═════ PROVIDED MATERIAL ═════

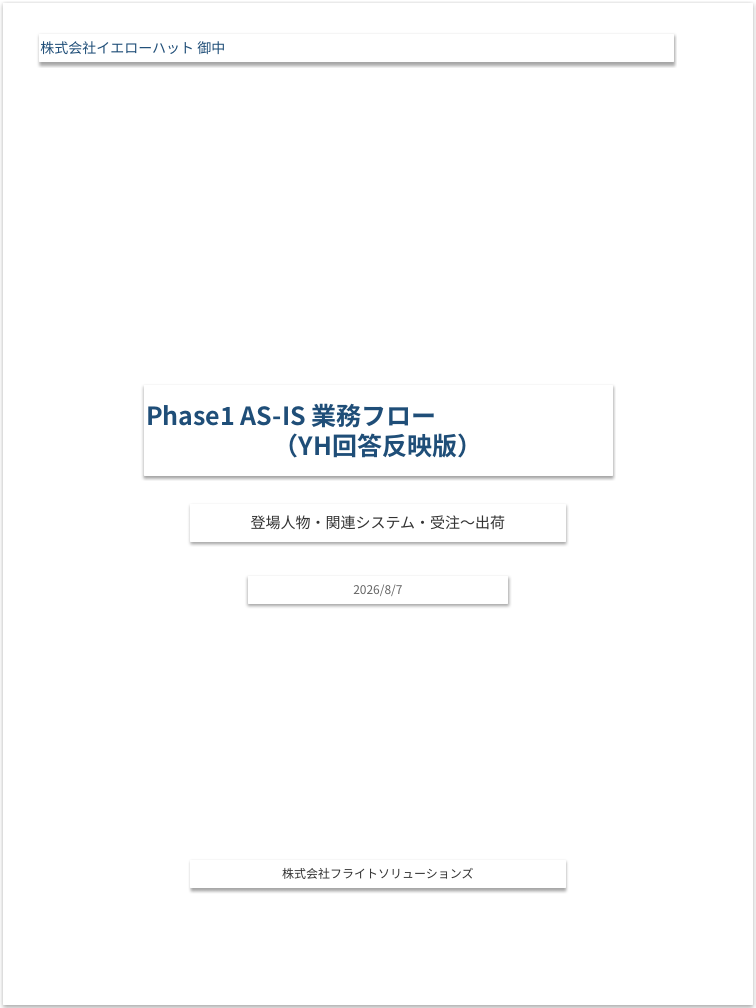
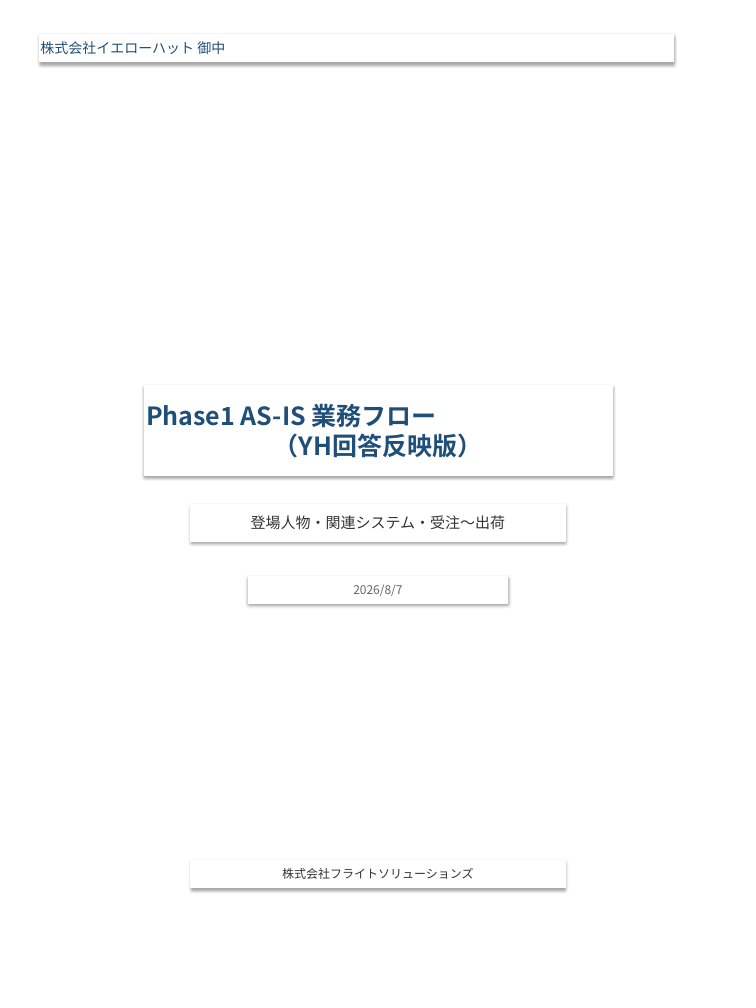
Before and after one commit to kozonoflight/git_tutorial, a slide deck: slide 1 of knowledge/自動車アフターマーケット・部品卸/イエローハット_資料/ASIS_Phase1_業務フロー_YH回答反映.pptx. Drawn at 756x1008 pixels with LibreOffice and Linux fonts; fonts in the diff are those of the drawing. Boxes give left, top, right and bottom in pixels: in the first picture for what was removed or moved away, otherwise in the second. Text is boxed around its words. In the diff, an @@ line names an element or a change of style, - is before the commit and + after.

```diff
--- a/knowledge/自動車アフターマーケット・部品卸/イエローハット_資料/ASIS_Phase1_業務フロー_YH回答反映.pptx
+++ b/knowledge/自動車アフターマーケット・部品卸/イエローハット_資料/ASIS_Phase1_業務フロー_YH回答反映.pptx
@@ rectangle removed at (4, 4, 752, 1004) @@
```
Also in this commit, not shown: 3 other slides changed, 2 other files.
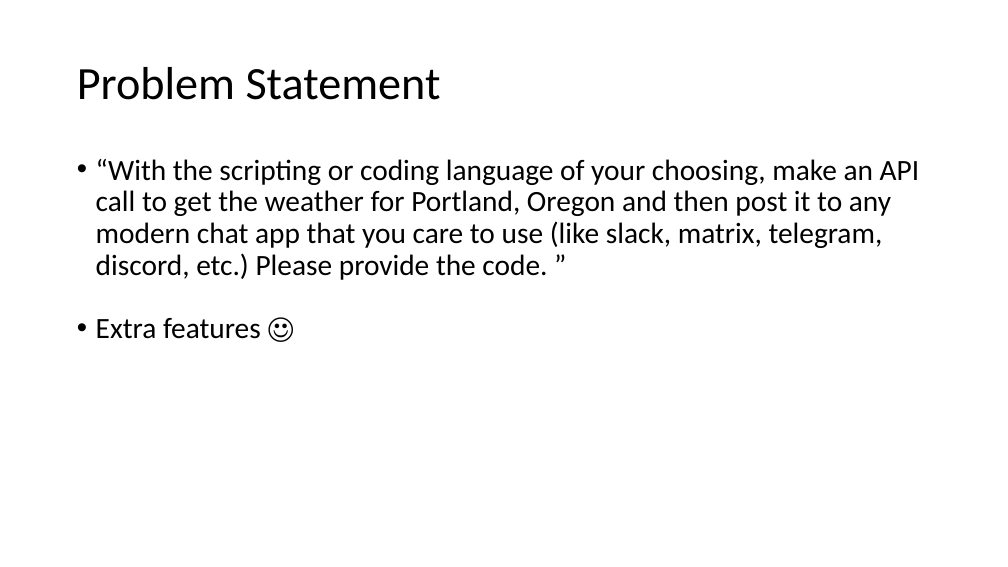
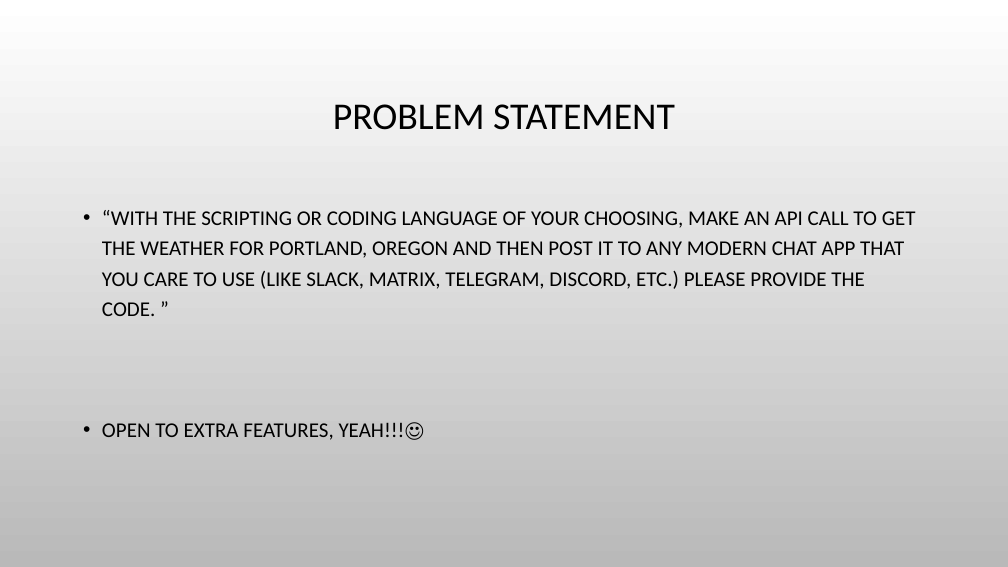
Before and after one commit to DFwJZ/weather_API, a slide deck: slide 2 of Brief_Walkthrough.pptx. Drawn at 1008x567 pixels with LibreOffice and Linux fonts; fonts in the diff are those of the drawing; background and template pictures are left out. Boxes give left, top, right and bottom in pixels: in the first picture for what was removed or moved away, otherwise in the second. Text is boxed around its words. In the diff, an @@ line names an element or a change of style, - is before the commit and + after.

```diff
--- a/Brief_Walkthrough.pptx
+++ b/Brief_Walkthrough.pptx
@@ background #FFFFFF to picture (left out) @@
@@ title at <box>333,104,675,130</box>: text changed; size 44 to 36 pt @@
-Problem Statement
+PROBLEM STATEMENT
@@ text at <box>102,210,916,440</box>: text changed; size 28 to 20 pt @@
-• “With the scripting or coding language of your choosing, make an API call to get the weather for Portland, Oregon and then post it to any modern chat app that you care to use (like slack, matrix, telegram, discord, etc.) Please provide the code. ”
-• Extra features ☺
+• “WITH THE SCRIPTING OR CODING LANGUAGE OF YOUR CHOOSING, MAKE AN API CALL TO GET THE WEATHER FOR PORTLAND, OREGON AND THEN POST IT TO ANY MODERN CHAT APP THAT YOU CARE TO USE (LIKE SLACK, MATRIX, TELEGRAM, DISCORD, ETC.) PLEASE PROVIDE THE CODE. ”
+• OPEN TO EXTRA FEATURES, YEAH!!!☺
```
Also in this commit, not shown: 14 other slides changed, 1 slide added, 1 slide removed, 7 other files.

═════

TASK: The task calls for all lines in the entries that hold "files".

EXERCISE OUTPUT:
Also in this commit, not shown: 3 other slides changed, 2 other files.
Also in this commit, not shown: 14 other slides changed, 1 slide added, 1 slide removed, 7 other files.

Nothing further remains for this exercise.